X whatever we're at now! What are they made of??


----------



## wvdawg (Dec 22, 2011)

Nice work!


----------



## artz (Dec 22, 2011)

very nice !


----------



## buckeyebunnyhunter (Dec 23, 2011)

The pipes are made of briar.i shape them and finish them.There are 3 main finishes of pipes.Smooth,sand blasted and rusticated.this is a rusticated finish.i use a tool i made called a gouger to make a ruff surface on them.the briar is actually a root from a Mediterranean tree.most pipes are made from it.you can use other woods but briar can with stand up to 700 degrees before burning.on rusticated pipes i use a flake shellac and cut it with wood grain alcohol.
Here Is a little info on briar.
Briarwood pipes are made from the lignotuber (burl) of Erica arborea, a Mediterranean shrub of the heath family (Ericaceae). Like the burls of manzanita (Arctostaphylos) in the California chaparral, briarwood also resprouts from subterranean basal burls after a brush fire. Due to arid habitats and infertile, rocky soils, it usually takes about 30 years or more for a burl of five to ten pounds to form. A ten pound (4.5 kg) burl is large enough to make about one dozen pipes. Briarwood burls are composed of very dense, fire-resistant wood. The pipes can withstand the heat of burning tobacco which may exceed 700 degrees Fahrenheit.

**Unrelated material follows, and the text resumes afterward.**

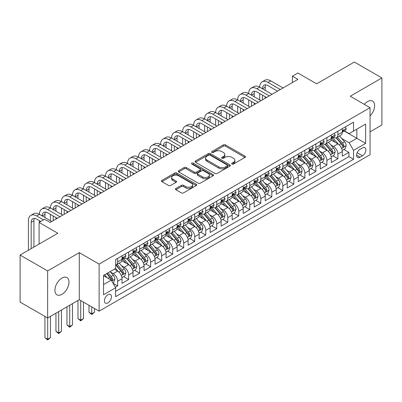 <?xml version="1.0" encoding="UTF-8"?>
<svg xmlns="http://www.w3.org/2000/svg" width="402" height="402" viewBox="0 0 402 402"><rect width="100%" height="100%" fill="white"/><g stroke="black" fill="none" stroke-linecap="round" stroke-linejoin="round"><path stroke-width="0.6" d="M231.979 164.026A1.07 0.618 0 0 0 233.492 164.026L244.979 157.393A1.528 0.884 0 0 0 245.426 156.77A1.528 0.884 0 0 0 244.979 156.147L225.522 144.911A1.528 0.884 0 0 0 223.356 144.911L211.874 151.544A1.07 0.618 0 0 0 211.558 151.981A1.07 0.618 0 0 0 211.874 152.418A1.07 0.618 0 0 0 213.387 152.418L214.874 151.559A4.894 2.824 0 0 1 221.788 151.559L223.411 152.494A4.894 2.824 0 0 1 224.844 154.494A4.894 2.824 0 0 1 223.411 156.489L221.924 157.348A1.07 0.618 0 0 0 221.613 157.785A1.07 0.618 0 0 0 221.924 158.222A1.07 0.618 0 0 0 223.437 158.222L224.924 157.363A4.894 2.824 0 0 1 231.843 157.363L233.467 158.298A4.894 2.824 0 0 1 234.899 160.297A4.894 2.824 0 0 1 233.467 162.292L231.979 163.152A1.07 0.618 0 0 0 231.668 163.589A1.07 0.618 0 0 0 231.979 164.026L231.979 163.152M61.953 294.329A9.97 5.754 120 0 0 68.466 285.546A9.97 5.754 120 0 0 66.938 277.556A9.97 5.754 120 0 0 61.953 278.053A9.97 5.754 120 0 0 55.441 286.837A9.97 5.754 120 0 0 56.968 294.822A9.97 5.754 120 0 0 61.953 294.329M370.061 115.927A9.97 5.754 120 0 0 372.569 101.103A9.97 5.754 120 0 0 367.584 101.595A9.97 5.754 120 0 0 364.348 104.369M107.932 302.882A4.985 2.879 120 0 0 111.188 298.49A4.985 2.879 120 0 0 110.424 294.495A4.985 2.879 120 0 0 107.932 294.741A4.985 2.879 120 0 0 104.676 299.133A4.985 2.879 120 0 0 105.445 303.128A4.985 2.879 120 0 0 107.932 302.882M175.9 188.478A1.528 0.884 0 0 0 175.453 189.101A1.528 0.884 0 0 0 175.9 189.724L181.357 192.88A1.528 0.884 0 0 0 183.523 192.88L196.276 185.513A1.528 0.884 0 0 0 196.724 184.89A1.528 0.884 0 0 0 196.276 184.262L176.82 173.031A1.528 0.884 0 0 0 174.654 173.031L161.9 180.392A1.528 0.884 0 0 0 161.453 181.021A1.528 0.884 0 0 0 161.9 181.644L168.493 185.448A1.528 0.884 0 0 0 170.654 185.448L176.116 182.297A1.528 0.884 0 0 0 176.563 181.674A1.528 0.884 0 0 0 176.116 181.051L172.845 179.161A4.09 2.362 0 0 1 171.649 177.493A4.09 2.362 0 0 1 174.172 175.312A4.09 2.362 0 0 1 178.629 175.82L191.437 183.217A4.09 2.362 0 0 1 192.638 184.89A4.09 2.362 0 0 1 190.111 187.071A4.09 2.362 0 0 1 185.654 186.558L183.523 185.327A1.528 0.884 0 0 0 181.357 185.327L175.9 188.478L175.9 189.724M370.061 131.831L381.9 124.997L381.9 77.943L354.368 62.044L316.645 83.822L297.922 73.013L292.415 76.194L297.922 79.375L50.114 222.442L44.607 219.266L39.1 222.442L39.1 244.064M47.632 270.928L47.632 317.982L79.3 299.701L79.3 252.647L47.632 270.928L20.1 255.034L57.823 233.255L39.1 222.442M79.3 252.647L99.123 264.094L370.061 107.671L370.061 154.725L99.123 311.148L99.123 264.094M381.9 77.943L350.237 96.224L370.061 107.671M214.98 173.468A1.528 0.884 0 0 0 217.14 173.468L229.899 166.101A1.528 0.884 0 0 0 230.346 165.478A1.528 0.884 0 0 0 229.899 164.855L210.437 153.619A1.528 0.884 0 0 0 208.276 153.619L195.523 160.981A1.528 0.884 0 0 0 195.07 161.609A1.528 0.884 0 0 0 195.523 162.232L214.98 173.468M192.216 164.257A1.07 0.618 0 0 1 193.307 164.408L193.307 163.137L213.09 174.558A1.528 0.884 0 0 1 213.537 175.182A1.528 0.884 0 0 1 213.09 175.805L200.332 183.171A1.528 0.884 0 0 1 198.171 183.171L178.709 171.935L178.709 170.689A1.528 0.884 0 0 0 178.262 171.312A1.528 0.884 0 0 0 178.709 171.935M178.709 170.689L184.171 167.539A1.528 0.884 0 0 1 186.332 167.539L194.221 172.091A1.528 0.884 0 0 0 196.387 172.091L200.005 170.001A1.528 0.884 0 0 0 200.452 169.378A1.528 0.884 0 0 0 200.005 168.755L191.789 164.011A1.07 0.618 0 0 1 191.478 163.574A1.07 0.618 0 0 1 192.136 163.001A1.07 0.618 0 0 1 193.307 163.137M47.632 317.982L20.1 302.088L20.1 255.034M115.339 287.224L117.625 285.902L113.057 283.264M110.455 272.033L113.223 273.631A6.231 3.598 60 0 1 117.625 281.264L122.032 278.717L122.032 283.36L128.64 279.546L123.63 276.651M121.469 265.677L124.233 267.275A6.231 3.598 60 0 1 128.64 274.903L133.047 272.36L133.047 277.003L139.655 273.189L134.645 270.295M132.484 259.32L135.248 260.913A6.231 3.598 60 0 1 139.655 268.546L144.057 266.003L144.057 270.641L150.67 266.827L145.655 263.933M143.499 252.958L146.263 254.556A6.231 3.598 60 0 1 150.67 262.184L155.071 259.642L155.071 264.285L161.679 260.471L156.669 257.576M154.509 246.602L157.277 248.195A6.231 3.598 60 0 1 161.679 255.828L166.086 253.285L166.086 257.928L172.694 254.109L167.684 251.22M165.523 240.24L168.287 241.838A6.231 3.598 60 0 1 172.694 249.471L177.101 246.923L177.101 251.567L183.709 247.753L178.699 244.858M176.538 233.884L179.302 235.482A6.231 3.598 60 0 1 183.709 243.109L188.116 240.567L188.116 245.21L194.724 241.391L189.709 238.502M187.553 227.522L190.317 229.12A6.231 3.598 60 0 1 194.724 236.753L199.126 234.21L199.126 238.848L205.734 235.034L200.724 232.14M198.563 221.165L201.332 222.763A6.231 3.598 60 0 1 205.734 230.391L210.14 227.849L210.14 232.492L216.748 228.678L211.738 225.783M209.578 214.809L212.346 216.402A6.231 3.598 60 0 1 216.748 224.035L221.155 221.492L221.155 226.13L227.763 222.316L222.753 219.422M220.592 208.447L223.356 210.045A6.231 3.598 60 0 1 227.763 217.673L232.17 215.13L232.17 219.773L238.778 215.959L233.768 213.065M231.607 202.09L234.371 203.688A6.231 3.598 60 0 1 238.778 211.316L243.185 208.774L243.185 213.417L249.793 209.598L244.778 206.708M242.622 195.729L245.386 197.327A6.231 3.598 60 0 1 249.793 204.96L254.195 202.412L254.195 207.055L260.803 203.241L255.793 200.347M253.632 189.372L256.401 190.97A6.231 3.598 60 0 1 260.803 198.598L265.209 196.055L265.209 200.698L271.817 196.885L266.807 193.99M264.647 183.016L267.41 184.608A6.231 3.598 60 0 1 271.817 192.241L276.224 189.699L276.224 194.337L282.832 190.523L277.822 187.628M275.661 176.654L278.425 178.252A6.231 3.598 60 0 1 282.832 185.88L287.239 183.337L287.239 187.98L293.847 184.166L288.832 181.272M286.676 170.297L289.44 171.89A6.231 3.598 60 0 1 293.847 179.523L298.249 176.98L298.249 181.624L304.857 177.805L299.847 174.915M297.686 163.936L300.455 165.534A6.231 3.598 60 0 1 304.857 173.167L309.264 170.619L309.264 175.262L315.871 171.448L310.862 168.554M308.701 157.579L311.47 159.177A6.231 3.598 60 0 1 315.871 166.805L320.278 164.262L320.278 168.905L326.886 165.091L321.876 162.197M319.716 151.222L322.479 152.815A6.231 3.598 60 0 1 326.886 160.448L331.293 157.906L331.293 162.544L337.901 158.73L337.901 154.087A6.231 3.598 -120 0 0 333.494 146.459L330.73 144.861M332.891 155.835L337.901 158.73M122.032 278.717A6.231 3.598 -120 0 0 117.625 271.089L114.324 269.179M133.047 272.36A6.231 3.598 -120 0 0 128.64 264.727L121.831 260.797M144.057 266.003A6.231 3.598 -120 0 0 139.655 258.37L132.841 254.441M155.071 259.642A6.231 3.598 -120 0 0 150.67 252.014L143.856 248.079M166.086 253.285A6.231 3.598 -120 0 0 161.679 245.652L154.87 241.723M177.101 246.923A6.231 3.598 -120 0 0 172.694 239.296L165.885 235.361M188.116 240.567A6.231 3.598 -120 0 0 183.709 232.934L176.895 229.004M199.126 234.21A6.231 3.598 -120 0 0 194.724 226.577L187.91 222.643M210.14 227.849A6.231 3.598 -120 0 0 205.734 220.221L198.925 216.286M221.155 221.492A6.231 3.598 -120 0 0 216.748 213.859L209.939 209.929M232.17 215.13A6.231 3.598 -120 0 0 227.763 207.502L220.954 203.568M243.185 208.774A6.231 3.598 -120 0 0 238.778 201.141L231.964 197.211M254.195 202.412A6.231 3.598 -120 0 0 249.793 194.784L242.979 190.849M265.209 196.055A6.231 3.598 -120 0 0 260.803 188.427L253.994 184.493M276.224 189.699A6.231 3.598 -120 0 0 271.817 182.066L265.008 178.136M287.239 183.337A6.231 3.598 -120 0 0 282.832 175.709L276.018 171.775M298.249 176.98A6.231 3.598 -120 0 0 293.847 169.348L287.033 165.418M309.264 170.619A6.231 3.598 -120 0 0 304.857 162.991L298.048 159.056M320.278 164.262A6.231 3.598 -120 0 0 315.871 156.629L309.063 152.7M331.293 157.906A6.231 3.598 -120 0 0 326.886 150.273L320.077 146.338M362.463 147.921L360.036 149.318A4.829 2.789 120 0 0 356.886 153.574A4.829 2.789 120 0 0 357.624 157.443A4.829 2.789 120 0 0 360.036 157.202L362.463 155.805A4.829 2.789 120 0 0 365.614 151.549A4.829 2.789 120 0 0 364.875 147.68A4.829 2.789 120 0 0 362.463 147.921M103.53 284.571L111.238 280.119L115.645 287.747L115.645 296.651L353.539 159.303L353.539 150.398L349.132 142.77L341.745 138.504M115.645 287.747L103.53 294.741L103.53 275.41L115.645 268.415L115.645 259.516L353.539 122.168L353.539 131.067L365.654 124.077L365.654 143.403L353.539 150.398M124.178 258.084L124.233 258.114A6.231 3.598 60 0 0 127.349 258.426L131.755 255.883A6.231 3.598 -120 0 0 133.047 253.029L133.047 249.466M135.193 251.722L135.248 251.758A6.231 3.598 60 0 0 138.363 252.064L142.77 249.521A6.231 3.598 -120 0 0 144.057 246.672L144.057 243.109M146.202 245.366L146.263 245.401A6.231 3.598 60 0 0 149.378 245.707L153.78 243.165A6.231 3.598 -120 0 0 155.071 240.311L155.071 236.753M157.217 239.009L157.277 239.039A6.231 3.598 60 0 0 160.393 239.351L164.795 236.803A6.231 3.598 -120 0 0 166.086 233.954L166.086 230.391M168.232 232.647L168.287 232.683A6.231 3.598 60 0 0 171.403 232.989L175.81 230.446A6.231 3.598 -120 0 0 177.101 227.592L177.101 224.035M179.247 226.291L179.302 226.321A6.231 3.598 60 0 0 182.418 226.633L186.824 224.09A6.231 3.598 -120 0 0 188.116 221.236L188.116 217.673M190.257 219.929L190.317 219.964A6.231 3.598 60 0 0 193.432 220.271L197.839 217.728A6.231 3.598 -120 0 0 199.126 214.879L199.126 211.316M201.271 213.573L201.332 213.608A6.231 3.598 60 0 0 204.447 213.914L208.849 211.372A6.231 3.598 -120 0 0 210.14 208.517L210.14 204.96M212.286 207.216L212.346 207.246A6.231 3.598 60 0 0 215.457 207.558L219.864 205.01A6.231 3.598 -120 0 0 221.155 202.161L221.155 198.598M223.301 200.854L223.356 200.889A6.231 3.598 60 0 0 226.472 201.196L230.879 198.653A6.231 3.598 -120 0 0 232.17 195.799L232.17 192.241M234.316 194.498L234.371 194.528A6.231 3.598 60 0 0 237.487 194.839L241.893 192.297A6.231 3.598 -120 0 0 243.185 189.442L243.185 185.88M245.326 188.136L245.386 188.171A6.231 3.598 60 0 0 248.501 188.478L252.908 185.935A6.231 3.598 -120 0 0 254.195 183.086L254.195 179.523M256.34 181.779L256.401 181.81A6.231 3.598 60 0 0 259.516 182.121L263.918 179.578A6.231 3.598 -120 0 0 265.209 176.724L265.209 173.161M267.355 175.418L267.41 175.453A6.231 3.598 60 0 0 270.526 175.759L274.933 173.217A6.231 3.598 -120 0 0 276.224 170.368L276.224 166.805M278.37 169.061L278.425 169.096A6.231 3.598 60 0 0 281.541 169.403L285.948 166.86A6.231 3.598 -120 0 0 287.239 164.006L287.239 160.448M289.385 162.704L289.44 162.735A6.231 3.598 60 0 0 292.555 163.046L296.962 160.498A6.231 3.598 -120 0 0 298.249 157.649L298.249 154.087M300.394 156.343L300.455 156.378A6.231 3.598 60 0 0 303.57 156.685L307.972 154.142A6.231 3.598 -120 0 0 309.264 151.288L309.264 147.73M311.409 149.986L311.47 150.016A6.231 3.598 60 0 0 314.58 150.328L318.987 147.785A6.231 3.598 -120 0 0 320.278 144.931L320.278 141.368M322.424 143.625L322.479 143.66A6.231 3.598 60 0 0 325.595 143.966L330.002 141.424A6.231 3.598 -120 0 0 331.293 138.574L331.293 135.012M115.645 291.309L348.916 156.634L348.916 152.373L342.308 156.187L342.308 151.544A6.231 3.598 -120 0 0 337.901 143.916L331.087 139.981M333.439 137.268L333.494 137.303A6.231 3.598 -120 0 0 336.61 137.61A6.231 3.598 -120 0 0 337.901 134.755L337.901 131.198M336.61 137.61L341.017 135.067A6.231 3.598 -120 0 0 342.308 132.213L342.308 128.655M117.625 258.37L117.625 261.933A6.231 3.598 60 0 1 116.334 264.782A6.231 3.598 60 0 1 115.645 265.034M116.334 264.782L120.741 262.24A6.231 3.598 -120 0 0 122.032 259.39L122.032 255.828M128.64 252.014L128.64 255.571A6.231 3.598 60 0 1 127.349 258.426M139.655 245.652L139.655 249.215A6.231 3.598 60 0 1 138.363 252.064M150.67 239.296L150.67 242.853A6.231 3.598 60 0 1 149.378 245.707M161.679 232.934L161.679 236.497A6.231 3.598 60 0 1 160.393 239.351M172.694 226.577L172.694 230.14A6.231 3.598 60 0 1 171.403 232.989M183.709 220.221L183.709 223.778A6.231 3.598 60 0 1 182.418 226.633M194.724 213.859L194.724 217.422A6.231 3.598 60 0 1 193.432 220.271M205.734 207.502L205.734 211.06A6.231 3.598 60 0 1 204.447 213.914M216.748 201.141L216.748 204.703A6.231 3.598 60 0 1 215.457 207.558M227.763 194.784L227.763 198.347A6.231 3.598 60 0 1 226.472 201.196M238.778 188.422L238.778 191.985A6.231 3.598 60 0 1 237.487 194.839M249.793 182.066L249.793 185.629A6.231 3.598 60 0 1 248.501 188.478M260.803 175.709L260.803 179.267A6.231 3.598 60 0 1 259.516 182.121M271.817 169.348L271.817 172.91A6.231 3.598 60 0 1 270.526 175.759M282.832 162.991L282.832 166.549A6.231 3.598 60 0 1 281.541 169.403M293.847 156.629L293.847 160.192A6.231 3.598 60 0 1 292.555 163.046M304.857 150.273L304.857 153.835A6.231 3.598 60 0 1 303.57 156.685M315.871 143.916L315.871 147.474A6.231 3.598 60 0 1 314.58 150.328M326.886 137.554L326.886 141.117A6.231 3.598 60 0 1 325.595 143.966M326.886 160.448L326.886 165.091M315.871 166.805L315.871 171.448M304.857 173.167L304.857 177.805M293.847 179.523L293.847 184.166M282.832 185.88L282.832 190.523M271.817 192.241L271.817 196.885M260.803 198.598L260.803 203.241M249.793 204.96L249.793 209.598M238.778 211.316L238.778 215.959M227.763 217.673L227.763 222.316M216.748 224.035L216.748 228.678M205.734 230.391L205.734 235.034M194.724 236.753L194.724 241.391M183.709 243.109L183.709 247.753M172.694 249.471L172.694 254.109M161.679 255.828L161.679 260.471M150.67 262.184L150.67 266.827M139.655 268.546L139.655 273.189M128.64 274.903L128.64 279.546M117.625 281.264L117.625 285.902M111.238 280.119L103.53 275.666M349.132 142.77L356.845 138.318L356.845 129.163L365.654 124.077M344.233 131.037L365.654 143.403M344.449 130.911L349.132 133.615L353.539 131.067M79.3 299.701L99.123 311.148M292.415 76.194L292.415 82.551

High quality briarwood also absorbs moisture from the tobacco, thus producing a drier smoke that is highly prized by pipe smokers. Compared with other hardwoods, such as hornbeam (Carpinus), beech (Fagus), chestnut (Castanea) and cherry (Prunus), briarwood does not impart an unpleasant taste to the smoke.


----------



## buckeyebunnyhunter (Dec 23, 2011)

this photo will show the rustic work i do a little better.
made these a few weeks ago.


----------



## RNC (Dec 23, 2011)

Very nice ...... Im sure some folks here would love one of these pieces of fine craftsmanship !


----------



## boneboy96 (Dec 23, 2011)

Very fine work there!


----------



## tedsknives (Dec 23, 2011)

Beautiful work. Please show us more


----------



## buckeyebunnyhunter (Dec 24, 2011)

free hand pipes i made a few years ago.they need cleaned up a bit.


----------



## buckeyebunnyhunter (Dec 24, 2011)

Bent Poker


----------



## buckeyebunnyhunter (Dec 24, 2011)

straight poker


----------



## buckeyebunnyhunter (Dec 24, 2011)

small 10 minute smoker with a couple of home made antler tampers.


----------



## buckeyebunnyhunter (Dec 24, 2011)

My pipes.Under them is the tool i made to rusticate the pipes.


----------



## buckeyebunnyhunter (Dec 24, 2011)

straight poker


----------



## fishfryer (Dec 24, 2011)

Thanks for the education about briar. I've dug up green briar roots before and thought you could make pipes from them. In my younger days in the U S Navy,I actually went into a pipe shop in Portsmouth,England asking for briar to handmake a pipe from,they didn't have a clue either. Your work is impressive.


----------



## jsimages (Dec 24, 2011)

very nice work!!!!!!!!! i have always wanted to learn the art of pipe smoking and now i wanna learn the art of pipe making. thanks for the post and now im off to research pipe making online and hopefully when i find a job i can pursue this fine art. thanks again and happy holidays


----------



## Paymaster (Dec 26, 2011)

Beautiful work! Thanks for sharing!


----------



## tedsknives (Dec 26, 2011)

Beautiful, and thanks for the pictures


----------



## Anvil Head (Dec 27, 2011)

Great looking pipes and craftsmanship! My Dad would be drooling for one of those if he were still alive. I can still smell his Borkum Riff
(yeah, I know the spellings not right, but I can still smell it!)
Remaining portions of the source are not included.